Migrated from Short description of key information:

Non sensitizing.

Justification for selection of skin sensitisation endpoint:

Two studies have been conducted according to internationally accepted testing guidelines pre-GLP. Results are consistent and indicate no concern for skin sensitisation potential.

Respiratory sensitisation

Endpoint conclusion
Endpoint conclusion:
no study available

Justification for classification or non-classification

According to CLP Regulation (EC1272/2008), 3.4 Respiratory or skin sensitisation section, skin sensitizer means a substance that will lead to an allergic response following skin contact.

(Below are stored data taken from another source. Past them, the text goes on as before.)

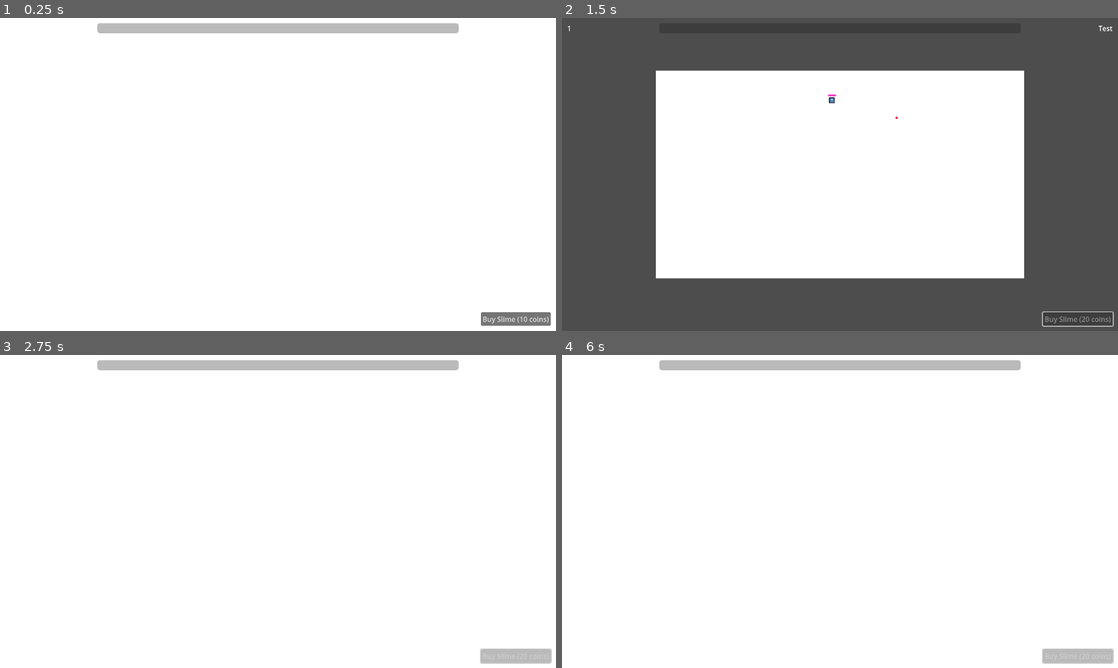
Above: before the commit, frames 1-4 (two rows, left to right).
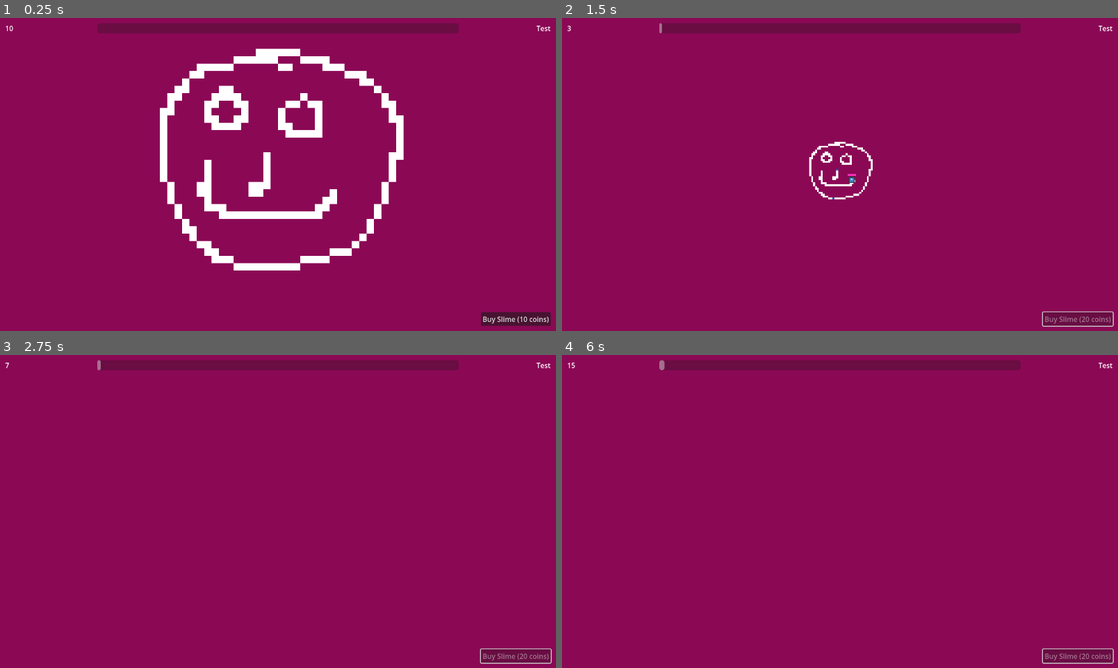
Above: after the commit, the same moments.

Repository: SelfDevTV/Pixler
Game: Godot game, scene res://scenes/main.tscn
The game is run twice, just before and just after one commit, with the same random seed, the same clock (stepped at 60 frames per second) and the same inputs. The engine's default icon, where the game draws it, is replaced by a stand-in: a white triangle on a blue panel in a dark square.
Inputs (mouse positions are in pixels of both pictures, inside the frame that each line leads up to):
- Up to frame 1 (0.25 s): no input
- Up to frame 2 (1.5 s): click "Buy Slime (10 coins)" at 0.5 s; move the mouse to (962, 158) at 1.27 s; tap Middle mouse button (pan_activate) at 1.35 s
- Up to frame 3 (2.75 s): move the mouse to (166, 527) at 2.02 s; tap Mouse wheel up (zoom_in) at 2.1 s
- Up to frame 4 (6 s): tap Enter at 2.75, 4.25, 5.75 s; move the mouse to (895, 442) at 2.77 s; tap Mouse wheel down (zoom_out) at 2.85, 5.1 s; tap Space at 3.5, 5 s; move the mouse to (812, 574) at 3.52 s; tap Middle mouse button (pan_activate) at 3.6, 5.85 s; move the mouse to (1006, 558) at 4.27 s; tap Mouse wheel up (zoom_in) at 4.35 s; move the mouse to (673, 464) at 5.02 s; move the mouse to (867, 511) at 5.77 s

The runs differ from the first frame. In frame 1, 95% of the frame differs, in the area x 0-100%, y 0-100%; in frame 2, 100%; in frame 3, 100%; in frame 4, 100%.

Commit message:
painting now supporst transparent pngs

Diff:
--- a/autoload/grid_manager.gd
+++ b/autoload/grid_manager.gd
@@ -37,7 +37,10 @@
     return current_painting_data
 
 func has_unpainted_cells() -> bool:
-    return cells.any(func(c: Cell): return not c.is_painted)
+    return cells.any(func(c: Cell): return not c.is_painted and has_cell_color(c))
+
+func has_cell_color(cell: Cell) -> bool:
+    return cell.color.a > 0.0
 
 func mark_cell_painted(position: Vector2i):
     painted_count += 1
@@ -52,10 +55,18 @@
 
 func get_unpainted_cell_positions() -> Array[Vector2i]:
     var positions: Array[Vector2i] = []
-    for cell in cells:
+    var colored_cells = get_colored_cells()
+    for cell in colored_cells:
         if not cell.is_painted:
             positions.append(cell.position)
     return positions
+
+func get_colored_cells() -> Array[Cell]:
+    var colored_cells: Array[Cell] = []
+    for cell in cells:
+        if cell.color.a > 0.0:
+            colored_cells.append(cell)
+    return colored_cells
 
 func get_painted_cell_positions() -> Array[Vector2i]:
     var positions: Array[Vector2i] = []
--- a/project.godot
+++ b/project.godot
@@ -55,3 +55,4 @@
 textures/canvas_textures/default_texture_filter=0
 renderer/rendering_method="gl_compatibility"
 renderer/rendering_method.mobile="gl_compatibility"
+environment/defaults/default_clear_color=Color(0.5438069, 0.033652756, 0.33252704, 1)
--- a/resources/test_painting.tres
+++ b/resources/test_painting.tres
@@ -1,11 +1,10 @@
 [gd_resource type="Resource" script_class="Painting" load_steps=3 format=3 uid="uid://bivda0maurrt2"]
 
-[ext_resource type="Script" uid="uid://dm61c7jyjq0m6" path="res://scripts/painting.gd" id="1_1l2fi"]
-[ext_resource type="Texture2D" uid="uid://dcumbrg6cc6e" path="res://assets/images/133845052279408518.jpg" id="1_cnx28"]
+[ext_resource type="Texture2D" uid="uid://cjeco4rborclr" path="res://assets/images/Test.png" id="1_cnx28"]
+[ext_resource type="Script" uid="uid://dm61c7jyjq0m6" path="res://scripts/painting.gd" id="2_oqvox"]
 
 [resource]
-script = ExtResource("1_1l2fi")
+script = ExtResource("2_oqvox")
 painting_name = "Test"
 image_texture = ExtResource("1_cnx28")
-shrink_factor = 20.0
 metadata/_custom_type_script = "uid://dm61c7jyjq0m6"
--- a/scripts/grid_renderer.gd
+++ b/scripts/grid_renderer.gd
@@ -46,6 +46,9 @@
     for p in GridManager.get_painted_cell_positions():
             var c = GridManager.get_cell_at(p)
             image.set_pixelv(c.position, c.color)
+    for p in GridManager.cells:
+        if p.color.a == 0.0:
+            image.set_pixelv(p.position, Color.TRANSPARENT)
 
     image_texture = ImageTexture.create_from_image(image)
     sprite_2d.texture = image_texture
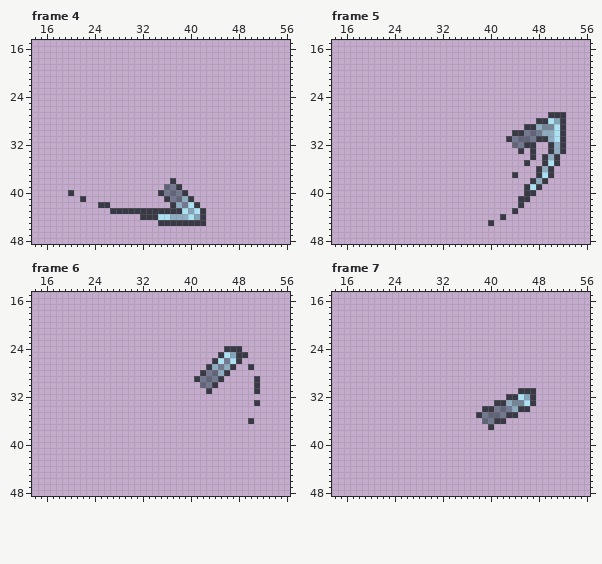
File history of a pixel-art file, Assets/Imported/Sword/Attack/Sword_attack_side_right.aseprite. The first picture shows the starting point.
64x64 pixels, 8 frames. Shown: frame 4: x 14..56, y 15..48; frame 5: x 14..56, y 15..48; frame 6: x 14..56, y 15..48; frame 7: x 14..56, y 15..48.
After:
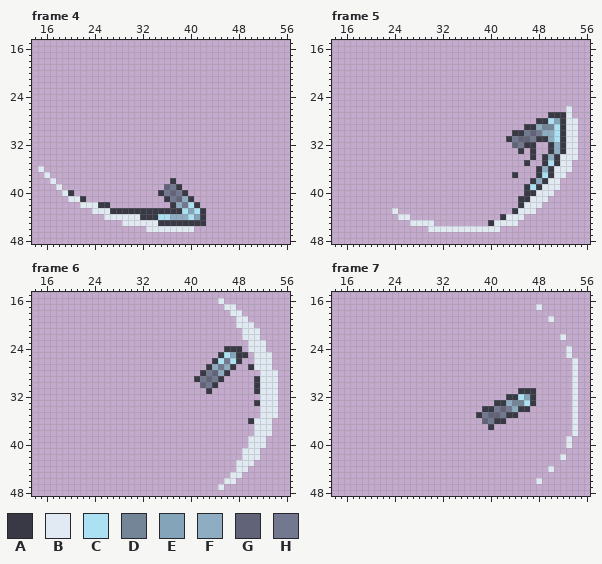
Palette (. is transparent): A #393845  B #e1eaf2  C #abe1f2  D #748597  E #84a4ba  F #8fadc2  G #616379  H #71788f
Change:
layer "swing" now shown
Changed rows in their new state; - is an unchanged pixel.
Frame 4, layer "swing":
first column x 15:
36 B-------------------------
37 -B------------------------
38 --B-----------------------
39 ---B----------------------
40 ----B---------------------
41 -----BB-------------------
42 -------BBB----------------
43 ---------BBB--------------
44 -----------BBBBBB---------
45 --------------BBBBBB------
46 ------------------BBBBBBBB
Frame 5, layer "swing":
first column x 24:
26 -----------------------------B-
27 -----------------------------B-
28 -----------------------------BB
29 -----------------------------BB
30 -----------------------------BB
31 -----------------------------BB
32 -----------------------------BB
33 -----------------------------BB
34 ----------------------------BBB
35 ----------------------------BB-
36 ---------------------------BBB-
37 ---------------------------BB--
38 --------------------------BB---
39 -------------------------BBB---
40 ------------------------BBB----
41 -----------------------BBB-----
42 ----------------------BBB------
43 B--------------------BBB-------
44 -BB----------------BBB---------
45 ---BBBB----------BBBB----------
46 ------BBBBBBBBBBBB-------------
Frame 6, layer "swing":
first column x 45:
16 B---------
17 -BB-------
18 --BB------
19 ---BB-----
20 ---BBB----
21 ----BBB---
22 ----BBB---
23 -----BBB--
24 -----BBB--
25 ------BBB-
26 ------BBB-
27 ------BBB-
28 -------BBB
29 -------BBB
30 -------BBB
31 -------BBB
32 -------BBB
33 -------BBB
34 -------BBB
35 -------BBB
36 ------BBB-
37 ------BBB-
38 ------BBB-
39 -----BBB--
40 -----BBB--
41 ----BBB---
42 ----BBB---
43 ---BBB----
44 ---BB-----
45 --BB------
46 -BB-------
47 B---------
Frame 7, layer "swing":
first column x 48:
17 B------
19 --B----
22 ----B--
24 -----B-
25 -----B-
26 ------B
27 ------B
28 ------B
29 ------B
30 ------B
31 ------B
32 ------B
33 ------B
34 ------B
35 ------B
36 ------B
37 ------B
38 ------B
39 -----B-
40 -----B-
42 ----B--
44 --B----
46 B------
Changed places in both pictures, as pixel boxes (x1, y1, x2, y2):
added: (38, 166, 194, 232)
added: (392, 106, 578, 232)
added: (218, 298, 278, 490)
added: (536, 304, 578, 484)

The criteria to classify a substance as skin sensitizer, on the basis of results from test animals, are reported into the second adaptation to technical progress* a substance in considered a skin sensitizer when:

- an adjuvant type test method for skin sensitisation is used and a response of at least 30 % of the animals is considered as positive;

- for a non-adjuvant Guinea pig test method a response of at least 15% of the animals is considered positive;

- a stimulation index of three or more is considered a positive response in the local lymph node assay.

Under the experimental conditions employed, 0 % of the animals of the test group showed skin reactions 24 and 48 hours after removing the dressings.

In conclusion,the available experimental data are adequate for classification and labelling according to CLP Regulation (EC 1272/2008) and the results show that the substance is not classified as skin sensitizer.

*Commission Regulation (EU) No 286/2011 of 10 March 2011, amending, for the purposes of its adaptation to technical and scientific progress, Regulation (EC) No 1272/2008 of the European Parliament and of the Council on classification, labelling and packaging of substances and mixtures.